Dataset items:
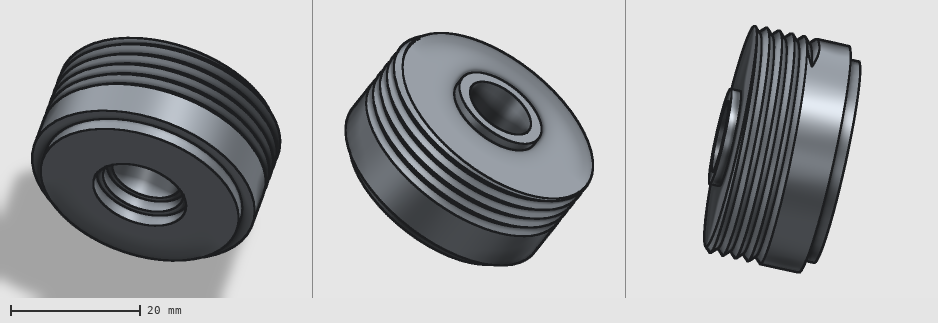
import cadquery as cq

body_diameter = 36.0
body_radius = body_diameter / 2
spigot_diameter = 32.0
boss_diameter = 15.12

spigot_length = 2.0
body_end = 17.0
overall_length = 18.5

bore_diameter = 11.2
outer_recess_diameter = 15.0
inner_recess_diameter = 13.05
recess_step = 2.0

thread_length = 10.0
thread_turns = 5
pitch = thread_length / thread_turns
thread_depth = 0.97
crest_flat = 0.02
groove_half_width = (pitch - crest_flat) / 2
groove_start = body_end - thread_length + pitch / 2
overrun_turns = 0.25
outer_clearance = 0.007
runout_length = body_radius / 2


def disc(diameter, start, end):
    """Cylinder on the Y axis between two Y positions."""
    return (
        cq.Workplane("XZ", origin=(0, start, 0))
        .circle(diameter / 2)
        .extrude(start - end)
    )


def groove_profile(plane):
    """V section at the -X side, with its point toward the axis."""
    outer_x = -body_radius - outer_clearance
    root_x = -body_radius + thread_depth
    return plane.polyline([
        (outer_x, groove_start - groove_half_width),
        (root_x, groove_start),
        (outer_x, groove_start + groove_half_width),
    ]).close()


def helical_groove():
    """Thread cutter that starts at -X and first turns toward +Z."""
    path = cq.Wire.makeHelix(
        pitch,
        pitch * (thread_turns + overrun_turns),
        body_radius,
    )
    path = (
        path.rotate(cq.Vector(0, 0, 0), cq.Vector(0, 0, 1), 180)
        .rotate(cq.Vector(0, 0, 0), cq.Vector(1, 0, 0), -90)
        .translate(cq.Vector(0, groove_start, 0))
    )
    return groove_profile(cq.Workplane("XY")).sweep(
        cq.Workplane(obj=path), isFrenet=True
    )


def straight_runout():
    """Tangential end of the thread, fading out of the body toward -Z."""
    return groove_profile(cq.Workplane("XY")).extrude(-runout_length)


spigot = disc(spigot_diameter, 0, spigot_length)
body = disc(body_diameter, spigot_length, body_end)
boss = disc(boss_diameter, body_end, overall_length)

threaded_body = body.cut(helical_groove()).cut(straight_runout())

result = (
    threaded_body.union(spigot)
    .union(boss)
    .cut(disc(bore_diameter, 0, overall_length))
    .cut(disc(outer_recess_diameter, 0, recess_step))
    .cut(disc(inner_recess_diameter, recess_step, 2 * recess_step))
)

**What needs to be done**: Repeat exactly the lines from the first line of the records above through the line containing "outer_clearance = 0.007", leaving out the pictures.

**Answer section**:
import cadquery as cq

body_diameter = 36.0
body_radius = body_diameter / 2
spigot_diameter = 32.0
boss_diameter = 15.12

spigot_length = 2.0
body_end = 17.0
overall_length = 18.5

bore_diameter = 11.2
outer_recess_diameter = 15.0
inner_recess_diameter = 13.05
recess_step = 2.0

thread_length = 10.0
thread_turns = 5
pitch = thread_length / thread_turns
thread_depth = 0.97
crest_flat = 0.02
groove_half_width = (pitch - crest_flat) / 2
groove_start = body_end - thread_length + pitch / 2
overrun_turns = 0.25
outer_clearance = 0.007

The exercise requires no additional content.